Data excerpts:
*** Block opens ***

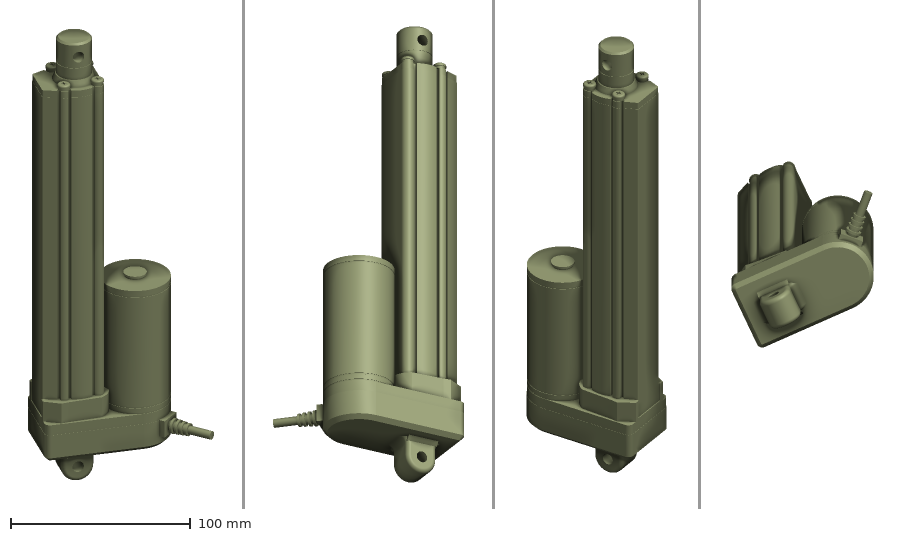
import cadquery as cq
import math


rod_top_z = 272.8
housing_bottom_z = 20.0
housing_seam_z = 36.5
housing_top_z = 42.8
collar_top_z = 55.0
cap_bottom_z = 242.8
cap_top_z = 247.0

housing_width = 40.0
housing_half = housing_width / 2
motor_y = 35.2
front_y = -21.8
housing_corner = 3.3
housing_bottom_chamfer = 2.5
seam_inset = 0.15
motor_radius = 20.0
motor_top_z = 119.5
motor_groove_height = 0.8
motor_groove_levels = (housing_top_z + motor_groove_height / 2, 47.0, 115.7)
motor_groove_depth = 0.3
hub_diameter = 13.0
hub_neck_diameter = 12.0
hub_top_z = 121.7
hub_flange_height = 1.0

tube_front_y = -21.3
tube_rear_y = 14.2
tube_radius = 16.5
keel_front_half = 10.6
keel_rear_half = 14.0
keel_rear_y = -13.0
keel_fillet = 0.8
rear_wall_half = 11.2
lobe_radius = 3.8
side_groove_width = 1.6
side_groove_floors = [(13.5, 7.5), (13.5, -6.5), (12.5, -12.5)]
front_screws = [(-12.3, -9.3), (12.3, -9.3)]
rear_screws = [(-11.2, 10.5), (11.2, 10.5)]
screw_positions = front_screws + rear_screws

collar_wall = [(14.0, front_y), (19.0, -12.5), (18.5, -8.2), (17.5, 11.2)]
collar_arc_mid = (14.2, 15.3)
collar_rear = (9.8, 17.5)
window_half = 11.2
window_bottom_z = 44.0

rod_diameter = 20.0
rod_chamfer = 1.0
rod_seam_z = 257.5
rod_seam_height = 0.4
rod_seam_depth = 0.3
pin_diameter = 6.5
rod_pin_z = 264.3
wiper_top_z = 250.5
wiper_top_radius = 10.6
wiper_bottom_radius = 12.3

screw_shank_diameter = 6.5
screw_head_diameter = 7.5
screw_head_bottom_z = 248.5
screw_head_top_z = 250.5
screw_head_fillet = 1.0
cross_length = 3.3
cross_width = 0.8
cross_depth = 1.0

eye_radius = 9.3
eye_half_width = 8.7
eye_edge_fillet = 2.5
eye_flare = 4.0
eye_root = 6.8
eye_foot_half = 11.0
eye_foot_height = 2.5

cable_angle = 45
cable_z = 32.0
cable_diameter = 5.0
cable_end = 49.0
relief_flange_width = 13.0
relief_flange_height = 10.0
relief_flange_start = 19.0
relief_flange_end = 22.6
relief_end = 35.0
relief_core_diameter = 6.0
relief_ring_count = 4
relief_first_ring_diameter = 9.0
relief_last_ring_diameter = 7.5
relief_ring_thickness = 1.5


def cylinder(radius, bottom, top, x=0, y=0):
    """Upright cylinder between two levels."""
    return cq.Workplane("XY", origin=(x, y, bottom)).circle(radius).extrude(top - bottom)


def mirrored(points):
    """The same points on the -X side, in reverse order."""
    return [(-x, y) for x, y in reversed(points)]


def housing_block(bottom, top, inset=0.0):
    """Gear housing slab: round around the motor, square at the front."""
    half = housing_half - inset
    front = front_y + inset
    block = (
        cq.Workplane("XY", origin=(0, 0, bottom))
        .moveTo(-half, front)
        .lineTo(half, front)
        .lineTo(half, motor_y)
        .threePointArc((0, motor_y + half), (-half, motor_y))
        .close()
        .extrude(top - bottom)
    )
    return block.edges("|Z and <Y").fillet(housing_corner)


def make_housing():
    lower = housing_block(housing_bottom_z, housing_seam_z)
    lower = lower.faces("<Z").chamfer(housing_bottom_chamfer)
    return lower.union(housing_block(housing_seam_z, housing_top_z, seam_inset))


def make_motor():
    motor = cylinder(motor_radius, housing_top_z, motor_top_z, y=motor_y)
    for level in motor_groove_levels:
        low = level - motor_groove_height / 2
        high = level + motor_groove_height / 2
        ring = cylinder(2 * motor_radius, low, high, y=motor_y)
        core = cylinder(motor_radius - motor_groove_depth, low, high, y=motor_y)
        motor = motor.cut(ring.cut(core))
    flange_z = hub_top_z - hub_flange_height
    neck = cylinder(hub_neck_diameter / 2, motor_top_z, flange_z, y=motor_y)
    flange = cylinder(hub_diameter / 2, flange_z, hub_top_z, y=motor_y)
    return motor.union(neck).union(flange)


def tube_section(bottom, top, inset=0.0):
    """Tube profile: round sides, four screw lobes, a rear wall, a front keel and side grooves."""
    height = top - bottom
    rear = tube_rear_y - inset
    radius = tube_radius - inset
    section = cylinder(radius, bottom, top)
    beyond_rear = (
        cq.Workplane("XY", origin=(0, rear + radius, bottom))
        .rect(4 * radius, 2 * radius)
        .extrude(height)
    )
    section = section.cut(beyond_rear)
    rear_wall = (
        cq.Workplane("XY", origin=(0, rear / 2, bottom))
        .rect(2 * rear_wall_half, rear)
        .extrude(height)
    )
    keel_side = [
        (keel_front_half - inset, tube_front_y + inset),
        (keel_rear_half - inset, keel_rear_y),
        (keel_rear_half - inset, 0),
    ]
    keel = (
        cq.Workplane("XY", origin=(0, 0, bottom))
        .polyline(keel_side + mirrored(keel_side))
        .close()
        .extrude(height)
        .edges("|Z and <Y")
        .fillet(keel_fillet)
    )
    section = section.union(rear_wall).union(keel)
    for x, y in screw_positions:
        section = section.union(cylinder(lobe_radius - inset, bottom, top, x, y))
    for floor_x, groove_y in side_groove_floors:
        for side in (-1, 1):
            groove_x = side * (floor_x + radius / 2)
            groove = (
                cq.Workplane("XY", origin=(groove_x, groove_y, bottom))
                .rect(radius, side_groove_width)
                .extrude(height)
            )
            section = section.cut(groove)
    return section


def make_tube():
    tube = tube_section(housing_top_z, cap_bottom_z)
    return tube.union(tube_section(cap_bottom_z, cap_top_z, seam_inset))


def make_collar():
    """Wall around the tube foot, open at the front so that the keel shows."""
    height = collar_top_z - housing_top_z
    collar = cq.Workplane("XY", origin=(0, 0, housing_top_z)).moveTo(*collar_wall[0])
    for point in collar_wall[1:]:
        collar = collar.lineTo(*point)
    arc_mid_x, arc_mid_y = collar_arc_mid
    rear_x, rear_y = collar_rear
    collar = (
        collar.threePointArc(collar_arc_mid, collar_rear)
        .lineTo(-rear_x, rear_y)
        .threePointArc((-arc_mid_x, arc_mid_y), mirrored(collar_wall)[0])
    )
    for point in mirrored(collar_wall)[1:]:
        collar = collar.lineTo(*point)
    collar = collar.close().extrude(height)
    window = cq.Workplane("XY").box(
        2 * window_half, 2 * (tube_front_y - front_y), height, centered=(True, True, False)
    )
    return collar.cut(window.translate((0, front_y, window_bottom_z)))


def make_rod():
    rod = cylinder(rod_diameter / 2, cap_top_z, rod_top_z).faces(">Z").chamfer(rod_chamfer)
    seam = cylinder(rod_diameter, rod_seam_z, rod_seam_z + rod_seam_height)
    seam_core_radius = rod_diameter / 2 - rod_seam_depth
    seam = seam.cut(cylinder(seam_core_radius, rod_seam_z, rod_seam_z + rod_seam_height))
    wiper = (
        cq.Workplane("XZ")
        .moveTo(0, cap_top_z)
        .lineTo(wiper_bottom_radius, cap_top_z)
        .lineTo(wiper_top_radius, wiper_top_z)
        .lineTo(0, wiper_top_z)
        .close()
        .revolve(360, (0, 0), (0, 1))
    )
    return rod.cut(seam).union(wiper).cut(pin_hole(rod_pin_z))


def pin_hole(z):
    """Cross hole along X through the rod axis."""
    return (
        cq.Workplane("YZ")
        .center(0, z)
        .circle(pin_diameter / 2)
        .extrude(housing_half, both=True)
    )


def make_screw(x, y):
    """Cap screw with a rounded head and a cross recess."""
    shank = cylinder(screw_shank_diameter / 2, cap_top_z, screw_head_bottom_z, x, y)
    head = cylinder(screw_head_diameter / 2, screw_head_bottom_z, screw_head_top_z, x, y)
    head = head.faces(">Z").edges().fillet(screw_head_fillet)
    recess = (
        cq.Workplane("XY", origin=(x, y, screw_head_top_z - cross_depth))
        .rect(cross_length, cross_width)
        .extrude(cross_depth)
    )
    crossed = recess.rotate((x, y, 0), (x, y, 1), 90)
    return shank.union(head).cut(recess).cut(crossed)


def make_eye():
    """Rounded eye below the housing, flaring out where it meets the bottom."""
    flare_start_z = housing_bottom_z - eye_flare
    flare_drop = eye_flare * math.sin(math.radians(45))
    flare_mid_y = eye_radius + eye_flare - flare_drop
    flare_mid_z = flare_start_z + flare_drop
    flare_end_y = eye_radius + eye_flare
    eye = (
        cq.Workplane("YZ")
        .moveTo(-eye_radius, eye_radius)
        .threePointArc((0, 0), (eye_radius, eye_radius))
        .lineTo(eye_radius, flare_start_z)
        .threePointArc((flare_mid_y, flare_mid_z), (flare_end_y, housing_bottom_z))
        .lineTo(flare_end_y, housing_bottom_z + eye_root)
        .lineTo(-flare_end_y, housing_bottom_z + eye_root)
        .lineTo(-flare_end_y, housing_bottom_z)
        .threePointArc((-flare_mid_y, flare_mid_z), (-eye_radius, flare_start_z))
        .close()
        .extrude(eye_half_width, both=True)
    )
    eye = eye.edges("(<X or >X) and (not >Z)").fillet(eye_edge_fillet)
    foot_side = [
        (eye_half_width, housing_bottom_z - eye_foot_height),
        (eye_foot_half, housing_bottom_z),
    ]
    foot = (
        cq.Workplane("XZ")
        .polyline(foot_side + mirrored(foot_side))
        .close()
        .extrude(eye_radius, both=True)
    )
    return eye.union(foot).cut(pin_hole(eye_radius))


def make_cable():
    """Cable and ribbed strain relief, built along +X and then turned about the motor axis."""

    def disc(diameter, start, end):
        plane = cq.Workplane("YZ", origin=(start, 0, 0))
        return plane.circle(diameter / 2).extrude(end - start)

    cable = disc(cable_diameter, relief_flange_start, cable_end)
    cable = cable.union(disc(relief_core_diameter, relief_flange_start, relief_end))
    flange = (
        cq.Workplane("YZ", origin=(relief_flange_start, 0, 0))
        .rect(relief_flange_width, relief_flange_height)
        .extrude(relief_flange_end - relief_flange_start)
    )
    cable = cable.union(flange)
    pitch = (relief_end - relief_flange_end) / relief_ring_count
    shrink = (relief_first_ring_diameter - relief_last_ring_diameter) / (relief_ring_count - 1)
    for index in range(relief_ring_count):
        ring_end = relief_flange_end + pitch * (index + 1)
        diameter = relief_first_ring_diameter - shrink * index
        cable = cable.union(disc(diameter, ring_end - relief_ring_thickness, ring_end))
    return cable.rotate((0, 0, 0), (0, 0, 1), cable_angle).translate((0, motor_y, cable_z))


result = make_housing()
for piece in (make_motor(), make_tube(), make_collar(), make_rod(), make_eye(), make_cable()):
    result = result.union(piece)
for screw_x, screw_y in screw_positions:
    result = result.union(make_screw(screw_x, screw_y))

*** Block closes ***

§ Work to complete
From the data, list each line in which the string "circle" appears.

§ Task result
    return cq.Workplane("XY", origin=(x, y, bottom)).circle(radius).extrude(top - bottom)
        .circle(pin_diameter / 2)
        return plane.circle(diameter / 2).extrude(end - start)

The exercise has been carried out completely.